DATA FOR ANALYSIS section start

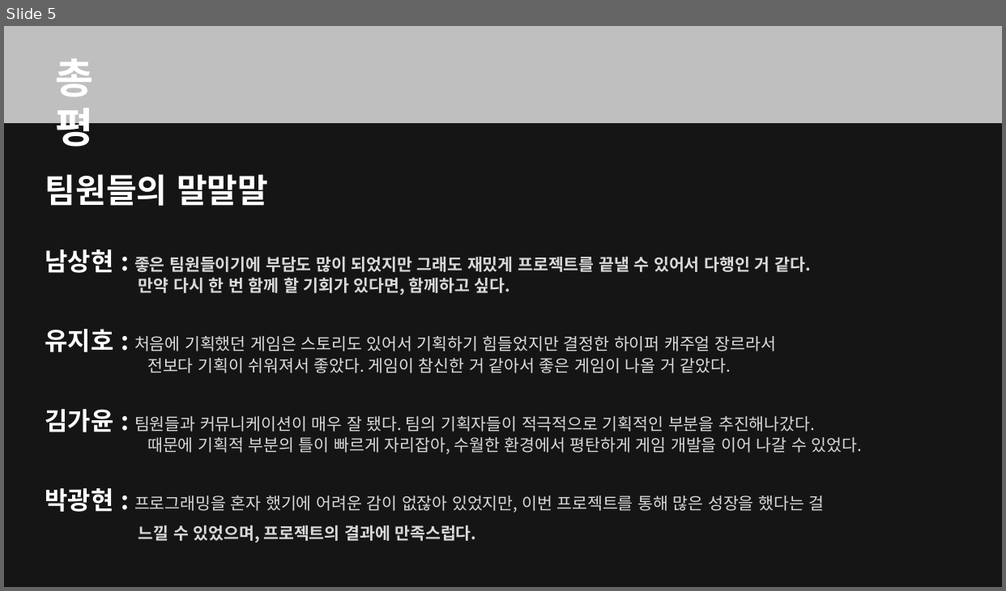
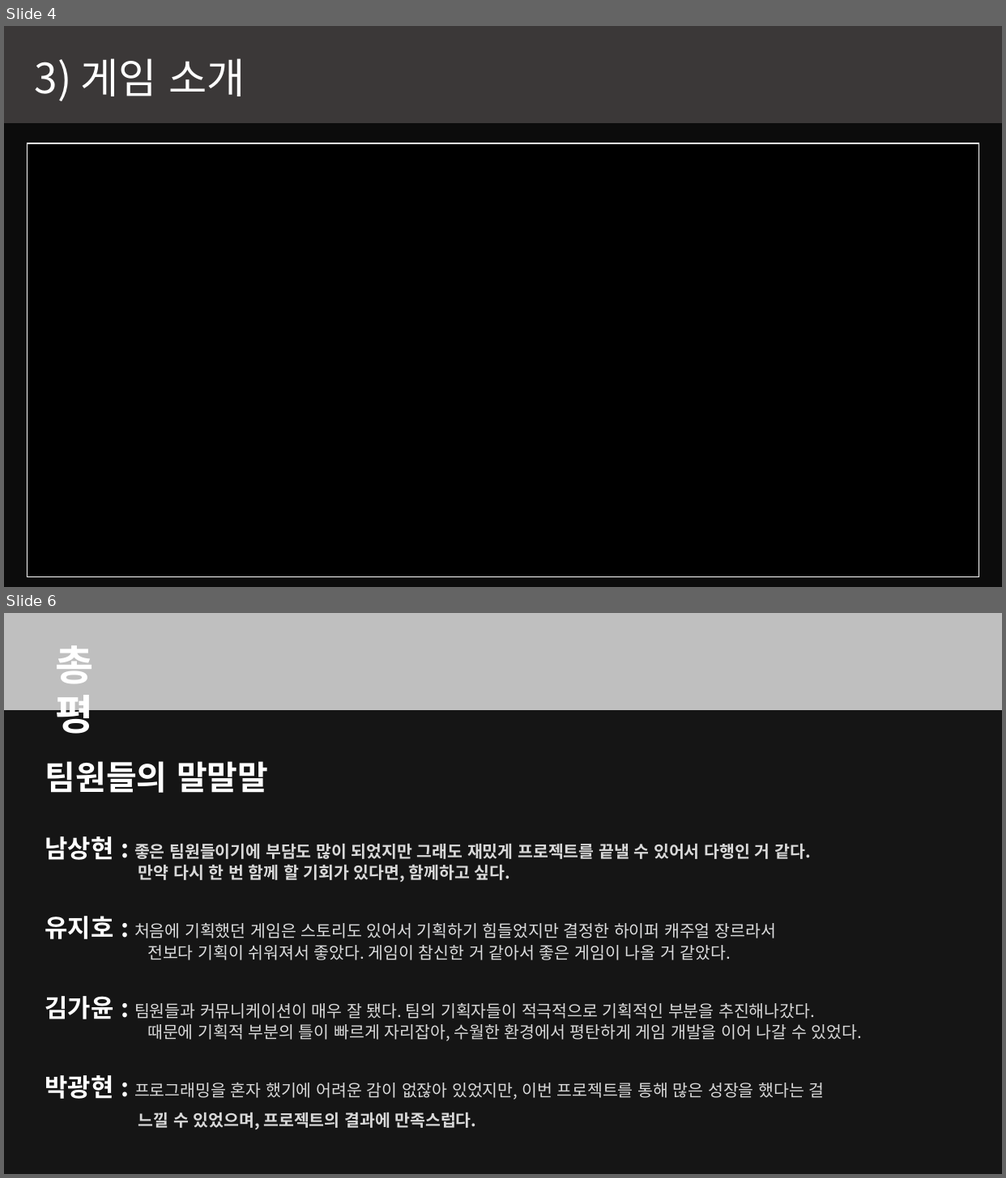
Before and after one commit to kjpark102312/Jagu_Agis, a slide deck: Presentation/AGIS 발표자료.pptx. Shown one above the other, each under a label of ours: slide 5 before the commit, slides 4 and 6 after it; the slides between them are not shown. The pictures are 1006x591 and 1006x1178 pixels, drawn with LibreOffice and Linux fonts; fonts in the diff are those of the drawing; background and template pictures are left out; a plain dark background stands for a picture behind light text. Boxes give left, top, right and bottom in pixels: in the first picture for what was removed or moved away, otherwise in the second. Text is boxed around its words. In the diff, an @@ line names an element or a change of style, - is before the commit and + after.

```diff
--- a/Presentation/AGIS 발표자료.pptx
+++ b/Presentation/AGIS 발표자료.pptx
@@ slide 4 added at <box>4,26,1002,587</box>, background picture (left out) @@
@@ rectangle added at <box>4,26,1002,587</box>, fill #000000 at 70% opacity @@
@@ rectangle added at <box>4,26,1002,123</box>, fill #3B3838 @@
@@ text added at <box>35,58,245,101</box>, 40 pt, text #FFFFFF @@
+3) 게임 소개
@@ rectangle added at <box>27,143,979,577</box>, fill #000000, outline #FFFFFF 1 pt @@
@@ what was slide 5 is now slide 6 @@
```
Also in this commit, not shown: 3 slides changed, 2 other slides added, 2 slides removed, 1 other file.
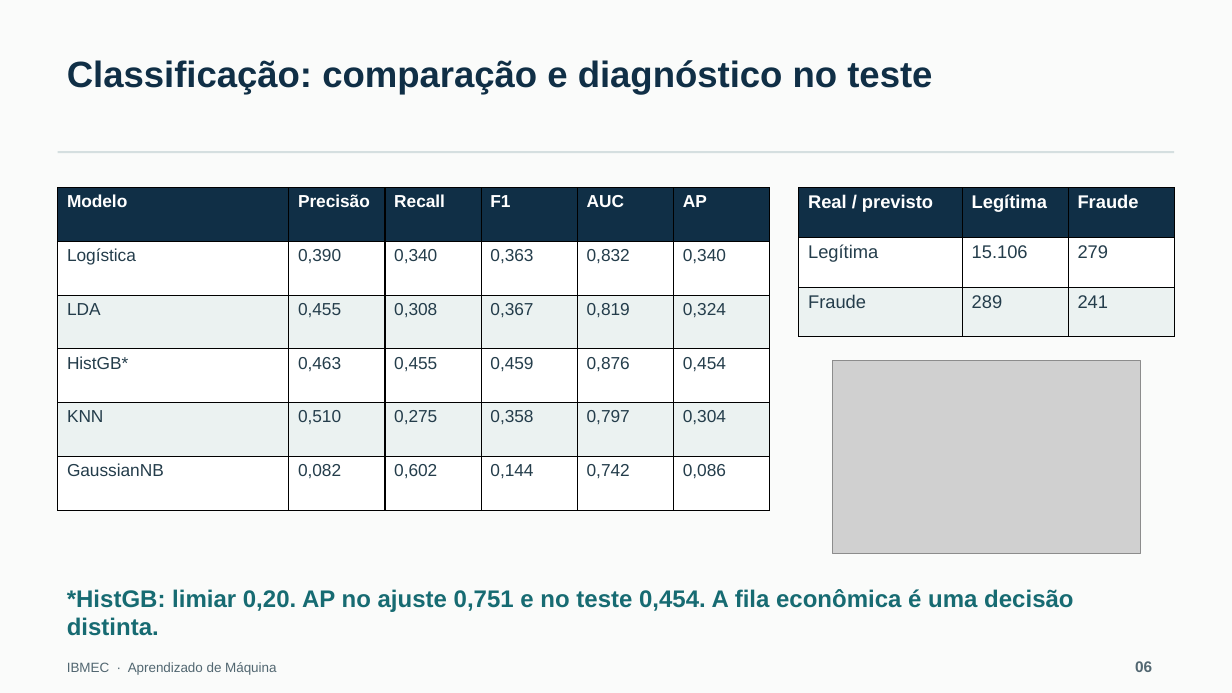
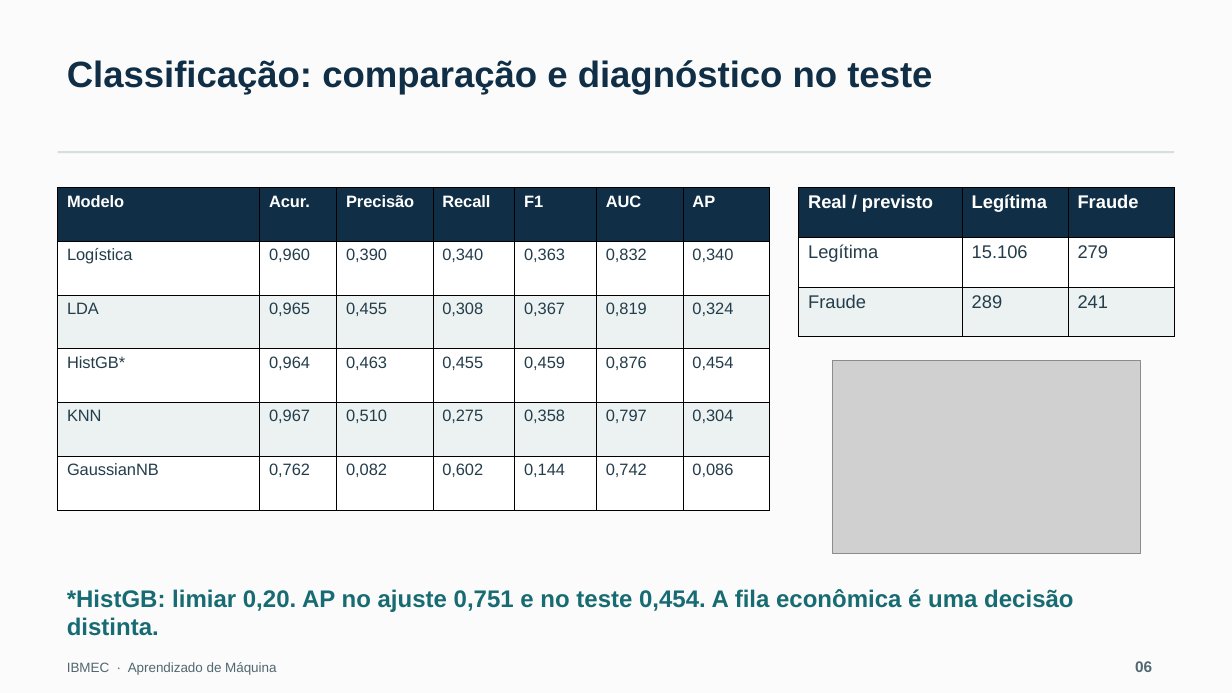
Before and after one commit to joao-castroo/deteccao-fraudes-ml-ibmec, a slide deck: slide 6 of deliverables/apresentacao_Fraude.pptx. Drawn at 1232x693 pixels with LibreOffice and Linux fonts; fonts in the diff are those of the drawing; grey boxes stand for pictures. Boxes give left, top, right and bottom in pixels: in the first picture for what was removed or moved away, otherwise in the second. Text is boxed around its words. In the diff, an @@ line names an element or a change of style, - is before the commit and + after.

```diff
--- a/deliverables/apresentacao_Fraude.pptx
+++ b/deliverables/apresentacao_Fraude.pptx
@@ table at (57,188,771,510) @@
+column 2: Acur. | 0,960 | 0,965 | 0,964 | 0,967 | 0,762
```
Also in this commit, not shown: 4 other slides changed, 22 other files.
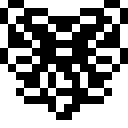
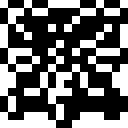
The second w=128, h=128 image is a revision of the first. Changes to its layers:
showed group "frame2" (4 layers) over [0, 0, 128, 128]
painted on "head #1" over [56, 24, 72, 48]
painted on "thorax #1" over [32, 40, 72, 64]
painted on "abdomen #1" over [64, 80, 72, 104]
painted on "wings #1" over [16, 48, 120, 112]
painted on "head" over [48, 24, 72, 56]
painted on "thorax" over [32, 40, 88, 96]
painted on "abdomen" over [64, 72, 72, 104]
painted on "wings" over [32, 16, 120, 64]

DATA FOR ANALYSIS section end

* EXERCISE INSTRUCTIONS:
Count how many lines above contain the word "give". Reply with the number alone.

* ANSWER FOR THE TASK:
2